The epic story spans three generations of a Chinese family fighting to stay alive in the harsh climate of China's northwestern province of Shandong during the 1930s and 40s. The amoral desperation amidst famine, bandit anarchy and almost hopeless resistance of the invading Japanese army is depicted with ruthless clarity. Zhang Yimou made a film of the book in 1987 and it seems that some critics have based their judgement of this novel on the film deeming it unnecessary to read the 359 pages of print. The film has been described as nothing much more than violent pornography depicting wild sexual scenes. The "theme song, 'Sister, be gutsy, go forward,' was an unbridled endorsement of the primitive vitality of lust." ~(Liu Xiaobo).

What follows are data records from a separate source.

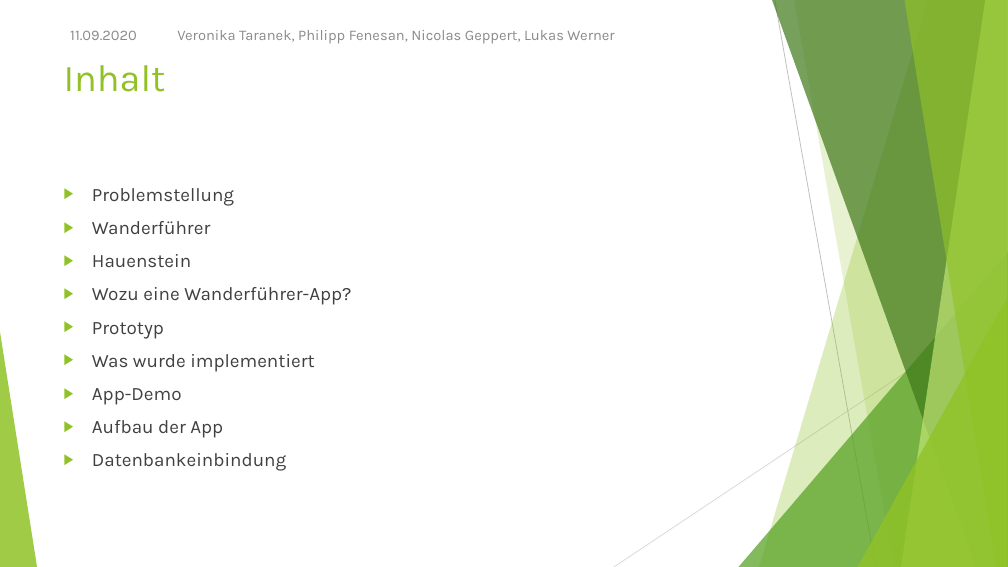
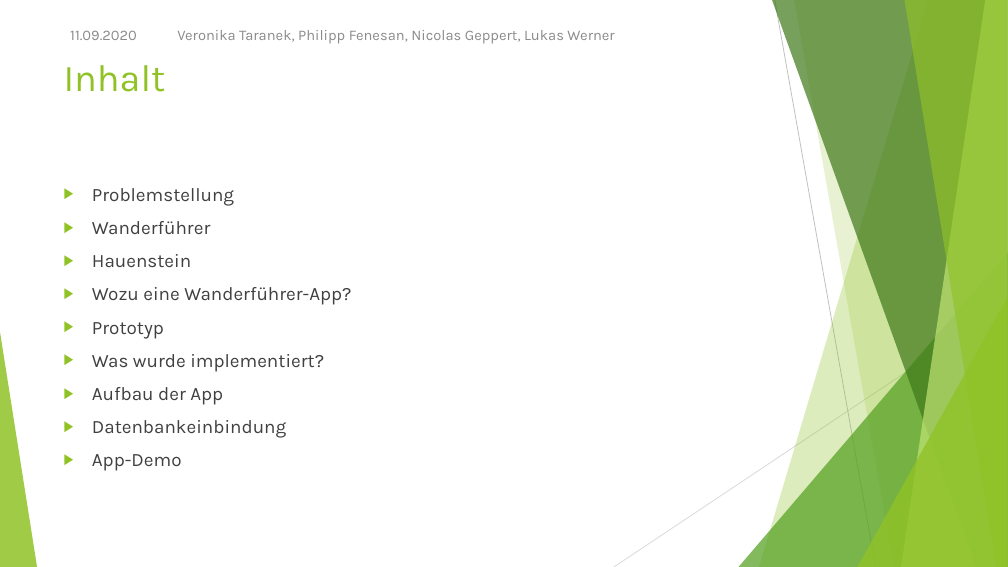
Before and after one commit to NicoGep/Programming_Project, a slide deck: slide 2 of presentation/wanderoo – Gruppe 3.pptx. Drawn at 1008x567 pixels with LibreOffice and Linux fonts; fonts in the diff are those of the drawing. Boxes give left, top, right and bottom in pixels: in the first picture for what was removed or moved away, otherwise in the second. Text is boxed around its words. In the diff, an @@ line names an element or a change of style, - is before the commit and + after.

```diff
--- a/presentation/wanderoo – Gruppe 3.pptx
+++ b/presentation/wanderoo – Gruppe 3.pptx
@@ text at (92,354,324,372): text changed @@
-▶ Was wurde implementiert
-▶ App-Demo
+▶ Was wurde implementiert?
@@ text at (92,454,182,471): paragraph added @@
+▶ App-Demo
```

In contrast the book is not especially sexually explicit. An horrendous rape scene is handled very cleverly with oblique description which leaves the reader in no doubt about the cruelty but provides no titillation nor anything which could be mistaken for the vitality of lust.

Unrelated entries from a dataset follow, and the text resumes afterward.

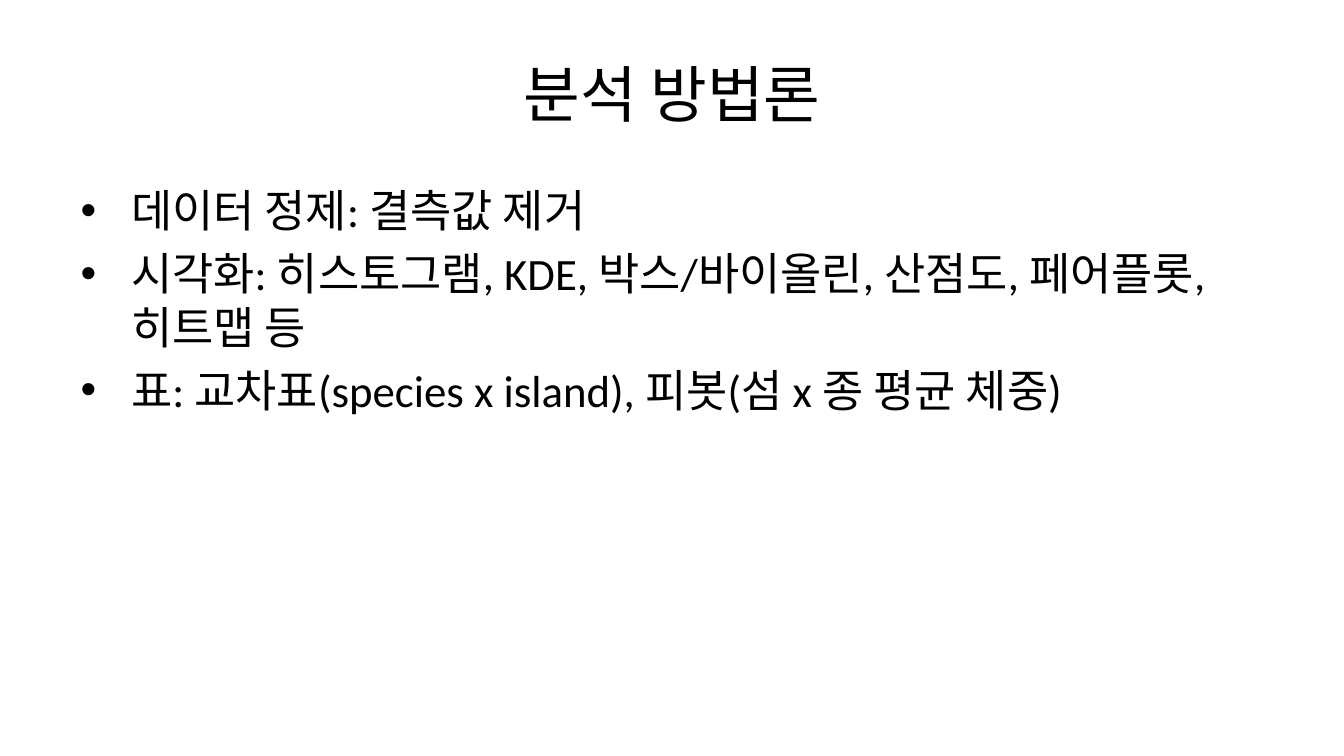
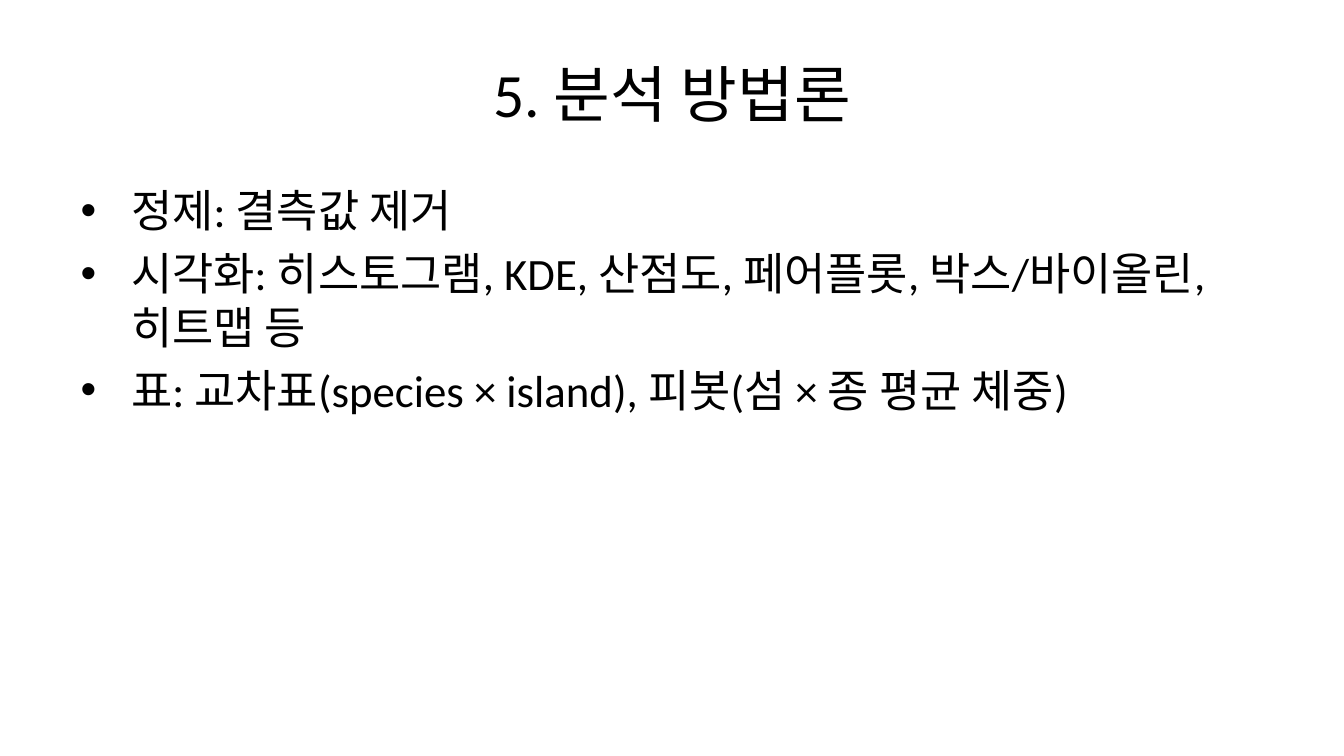
Before and after one commit to urbanrube/ICB_slide, a slide deck: slide 6 of output/slides.pptx. Drawn at 1344x756 pixels with LibreOffice and Linux fonts; fonts in the diff are those of the drawing. Boxes give left, top, right and bottom in pixels: in the first picture for what was removed or moved away, otherwise in the second. Text is boxed around its words. In the diff, an @@ line names an element or a change of style, - is before the commit and + after.

```diff
--- a/output/slides.pptx
+++ b/output/slides.pptx
@@ title at (493, 66, 851, 122): text changed @@
-분석 방법론
+5. 분석 방법론
@@ text at (131, 190, 1205, 415): text changed @@
-• 데이터 정제: 결측값 제거
-• 시각화: 히스토그램, KDE, 박스/바이올린, 산점도, 페어플롯, 히트맵 등
-• 표: 교차표(species x island), 피봇(섬 x 종 평균 체중)
+• 정제: 결측값 제거
+• 시각화: 히스토그램, KDE, 산점도, 페어플롯, 박스/바이올린, 히트맵 등
+• 표: 교차표(species × island), 피봇(섬 × 종 평균 체중)
```
Also in this commit, not shown: 22 other slides changed, 3 slides added.

Cruelty is a central theme of this novel. Fathers are cruel to daughters; husbands, to wives; wives, to husbands; bandit to bandit; Japanese soldier, to Chinese soldier; peasant, to mule; dog to corpse and hero to dog. The never ending, ever-revolving carousel of cruelty is at times wearing. But this is not a sugar-coated tale. It needs to shock us. Many images will remain etched on my mind as a result of reading this novel, and that proves it is indeed a fine work of literature.

The graphic and honest portrayal of the blood and gore is remarkable. Mo Yan is a member of the People's Liberation Army (Cultural Affairs Department) and yet he does not glamorise the Chinese resistance of the Japanese invasion as other Chinese writers have done. A shocking and vivid scene presents the death by starvation of an old war hero in full view of the political elite who feast behind iron gates.

Even so, Perry Link in The New York Review suggests that Mo Yan is an establishment man, who writes from within a corrupt and cruel regime. This is, in part, true because Mo Yan is well respected and honoured in China where he is vice president of the Chinese Writers Association. While other Chinese artists have failed to express themselves and remain in favour, some imprisoned for their art, Mo Yan seems to have got away with it, but it would be quite wrong to claim that this is because he kow-tows to the state in all matters. Red Sorghum is a frank and disturbing history of a period no one else has recorded in such detail and with such brutal non-judgemental honesty. So in my opinion, on the strength a of this one book alone Mo Yan deserves the Nobel Prize for Literature.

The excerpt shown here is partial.